On a side note , by far most suspects are located and taken into custody without the K9 having to engage them . Biting is one of the least used abilities the K9 has . It's a locating tool first and foremost and a great deterent in convincing a badguy not to fight or run .


----------



## Bob Scott (Mar 30, 2006)

Excellent point Jim!


----------



## Jim Nash (Mar 30, 2006)

I've only seen 1 good engagement on television . Most were dogs that lacked good commitment in my eyes . Could be that the camera doesn't do them justice though . Not sure .


----------



## David Frost (Mar 29, 2006)

I agree with Mr. Nash, many officers are hesitant. I've seen generally the subject just wants the dog removed. Many bites are on the calf (running away) or on the hand/wrist area from the subject trying to push the dog. I have seen subjects pick the dog up. I've also seen them stabbed and shot. It's not a good scenario. A scared person usually panics. One on certain drugs can be oblivious to pain on those rare occasions that person is willing to stand and fight the dog. I've seen a couple of those were some real muscle damage was done to the subject. 

DFrost


----------



## Jim Nash (Mar 30, 2006)

Unfortunately David , I've had the same experience as you . Since I've been on , my unit has had 1 K9 Handler , 2 Patrol Officers and 2 K9's shot and killed . 1 K9 was stabbed but recovered fully like it never happened . I've also assisted another department after 1 of their dogs was shot(survived) . They also had 1 K9 shot and killed a few years prior to that . We've also had 1 K9 Handler stabbed with a sword(survived but it was close) and another K9 Handler slashed severely across the face with a boxcutter .

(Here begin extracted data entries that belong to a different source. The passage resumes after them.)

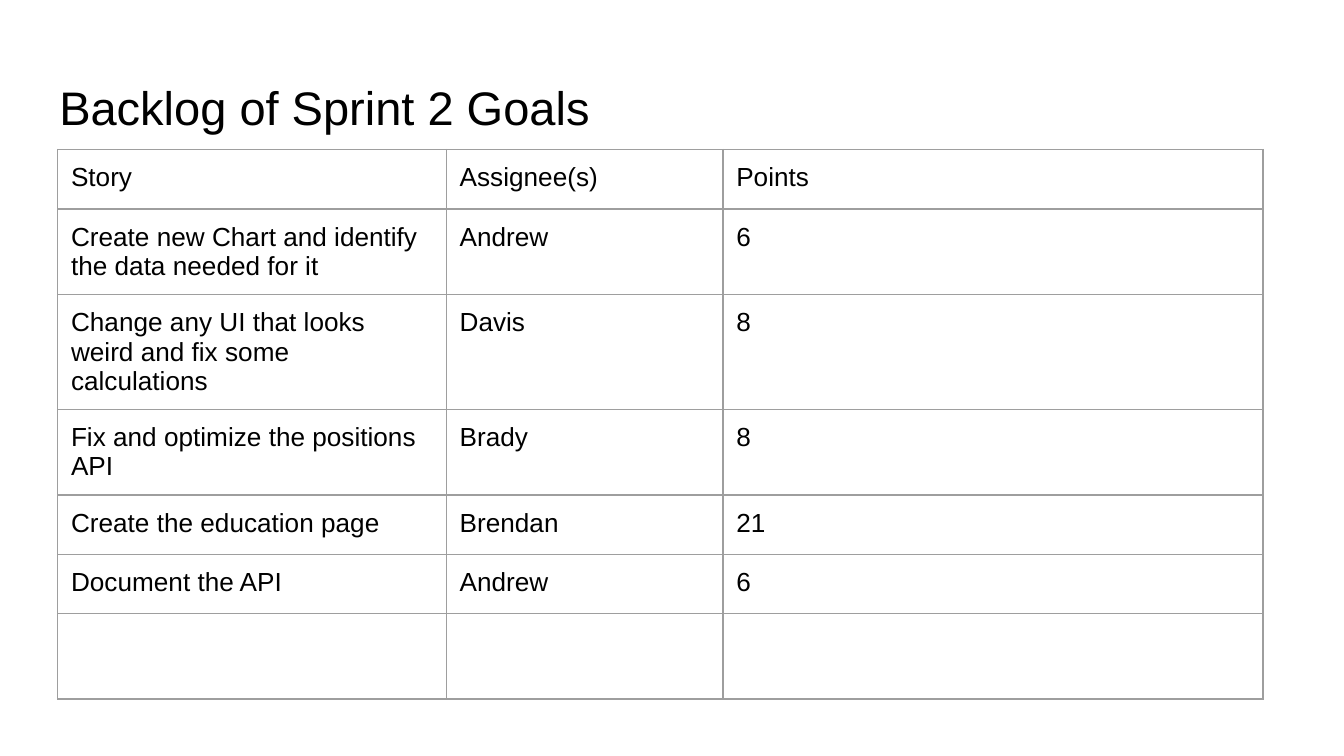
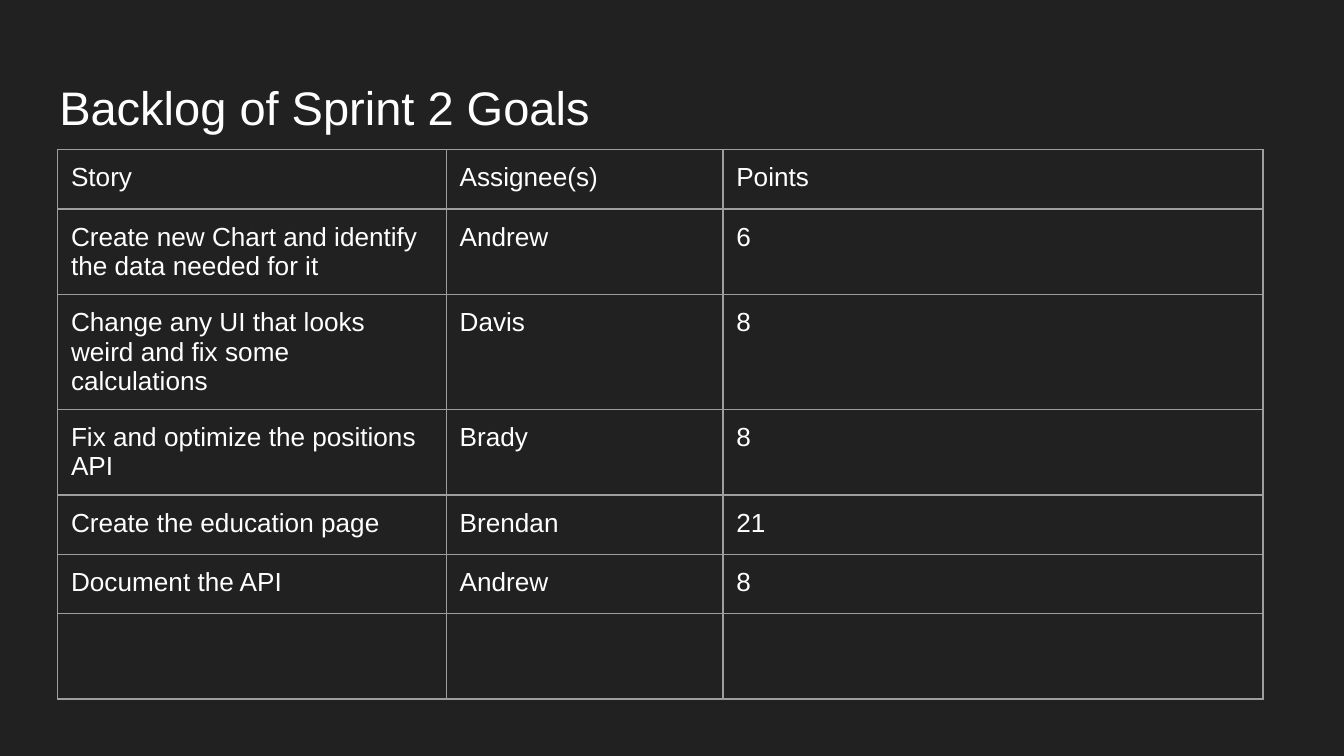
Before and after one commit to Asetka/Stocko, a slide deck: slide 3 of sprint_deliverables/Sprint3Deliverables/Stocko Sprint 3.pptx. Drawn at 1344x756 pixels with LibreOffice and Linux fonts; fonts in the diff are those of the drawing; background and template pictures are left out. Boxes give left, top, right and bottom in pixels: in the first picture for what was removed or moved away, otherwise in the second. Text is boxed around its words. In the diff, an @@ line names an element or a change of style, - is before the commit and + after.

```diff
--- a/sprint_deliverables/Sprint3Deliverables/Stocko Sprint 3.pptx
+++ b/sprint_deliverables/Sprint3Deliverables/Stocko Sprint 3.pptx
@@ background #FFFFFF to #212121 @@
@@ title "Backlog of Sprint 2 Goals" at bbox=[59, 91, 590, 134]: text colour #000000 to #FFFFFF @@
@@ table at bbox=[58, 149, 1263, 596] @@
-row 6, column 3: 6
+row 6, column 3: 8
@@ text colour #000000 to #FFFFFF @@
```
Also in this commit, not shown: 9 other slides changed, 1 slide added, 2 slides removed, 2 other files.

My dogs have been kicked , punched , hit over the head with objects ( plastic Coleman cooler , car door , wooden fence post , etc.. ) and one was actually bit by a suspect . None really phased my dogs or did much damage (car door a little) , but all made them fight harder .


----------



## Tim Martens (Mar 27, 2006)

i work in a pretty low crime city. i've had 3 real steet bites with my dogs. on the first one, the guy tried to get away while the dog was biting him. the second and third the guy IMMEDIATELY surrendered and followed orders...


----------



## Lou Castle (Apr 4, 2006)

Interesting topic. My patrol dog had around 20 bites during his career. The responses of those he bit varied from curling into a ball immediately and offering no resistance to ignoring the fact that a good size GSD was hanging off the ground completely suspended by his teeth attached to the suspect. 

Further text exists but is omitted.